| WHAT IS BEING ASKED |
Reproduce every line in the material below that holds "marcan".

______

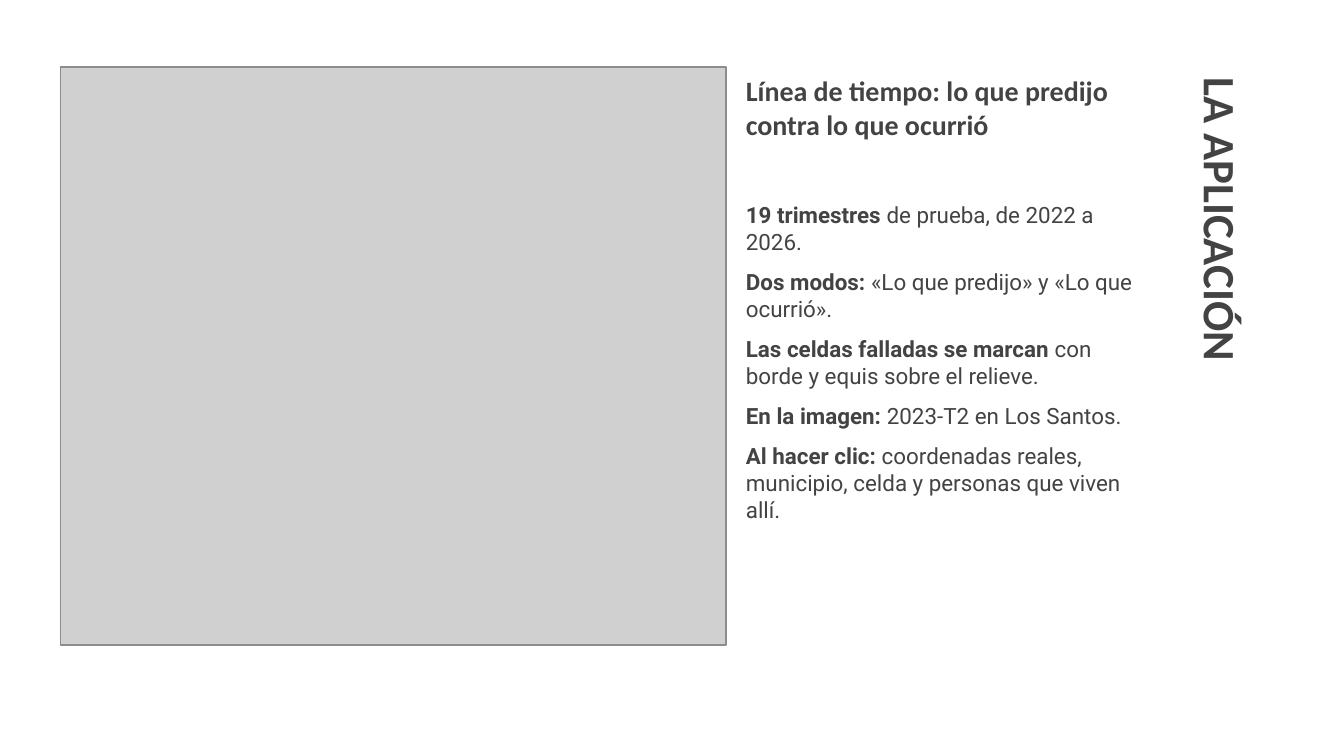
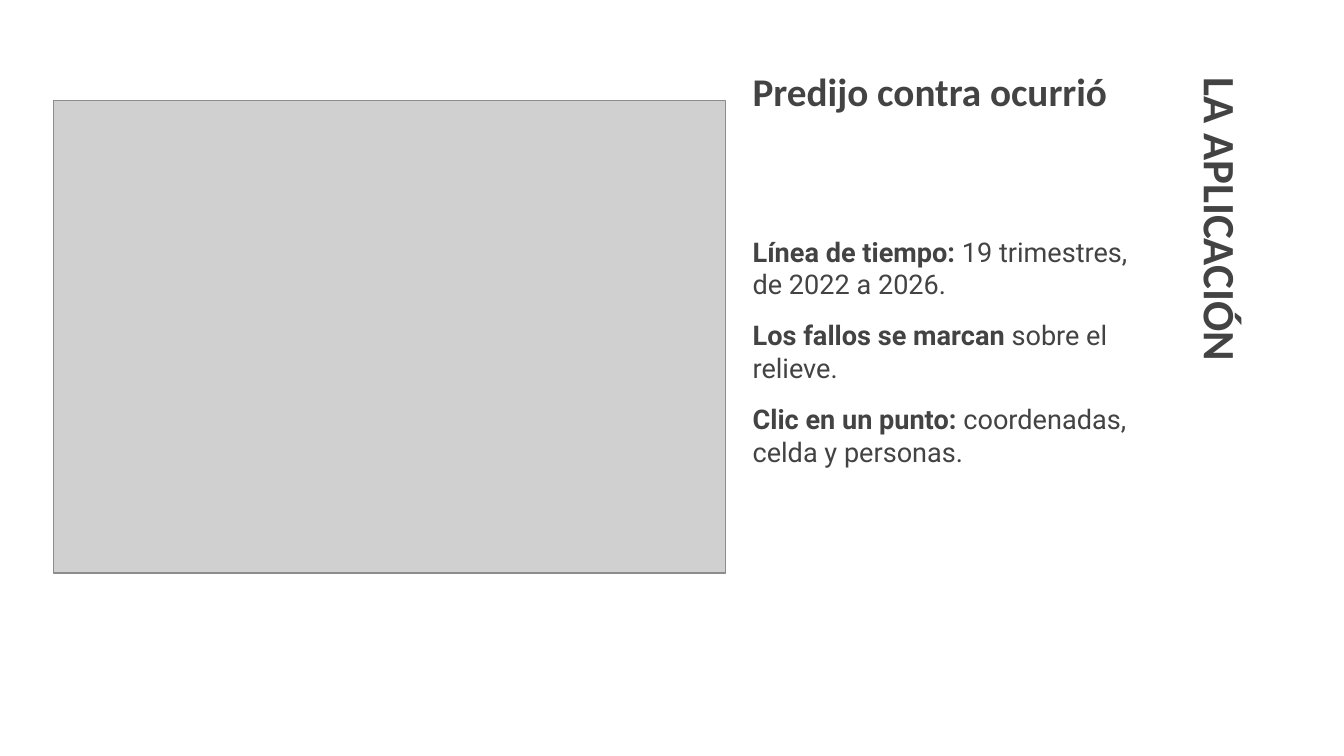
Before and after one commit to Project-UNAB/Centinelas-de-Santander, a slide deck: slide 13 of docs/Centinelas_de_Santander_Sustentacion.pptx (slide 12 before the commit). Drawn at 1344x756 pixels with LibreOffice and Linux fonts; fonts in the diff are those of the drawing; grey boxes stand for pictures. Boxes give left, top, right and bottom in pixels: in the first picture for what was removed or moved away, otherwise in the second. Text is boxed around its words. In the diff, an @@ line names an element or a change of style, - is before the commit and + after.

Commit message:
Letra más grande en la aplicación, tablero de «Los modelos» y presentación
- frontend: la letra de toda la aplicación sube un punto y el panel lateral se ensancha
- frontend: la sección «Los modelos» es ahora un tablero que cabe en una pantalla, sin
  desplazarse: cifras arriba y tres cuadros (comparación, variables, aciertos y fallos)
- docs: presentación con letra más grande y menos texto por diapositiva

```diff
--- a/docs/Centinelas_de_Santander_Sustentacion.pptx
+++ b/docs/Centinelas_de_Santander_Sustentacion.pptx
@@ text at bbox=[753, 78, 1107, 113]: text changed; size 15 to 21 pt @@
-Línea de tiempo: lo que predijo contra lo que ocurrió
+Predijo contra ocurrió
@@ picture: place and size @@
-picture at bbox=[60, 67, 726, 645]
+picture at bbox=[54, 101, 726, 573]
@@ text at bbox=[753, 241, 1127, 468]: text changed; size 12 to 14.5 pt @@
-19 trimestres de prueba, de 2022 a 2026.
-Dos modos: «Lo que predijo» y «Lo que ocurrió».
-Las celdas falladas se marcan con borde y equis sobre el relieve.
-En la imagen: 2023-T2 en Los Santos.
-Al hacer clic: coordenadas reales, municipio, celda y personas que viven allí.
+Línea de tiempo: 19 trimestres, de 2022 a 2026.
+Los fallos se marcan sobre el relieve.
+Clic en un punto: coordenadas, celda y personas.
```
Also in this commit, not shown: 13 other slides changed, 2 slides added, 1 slide removed, 2 other files.

______

| TASK OUTPUT |
-Las celdas falladas se marcan con borde y equis sobre el relieve.
+Los fallos se marcan sobre el relieve.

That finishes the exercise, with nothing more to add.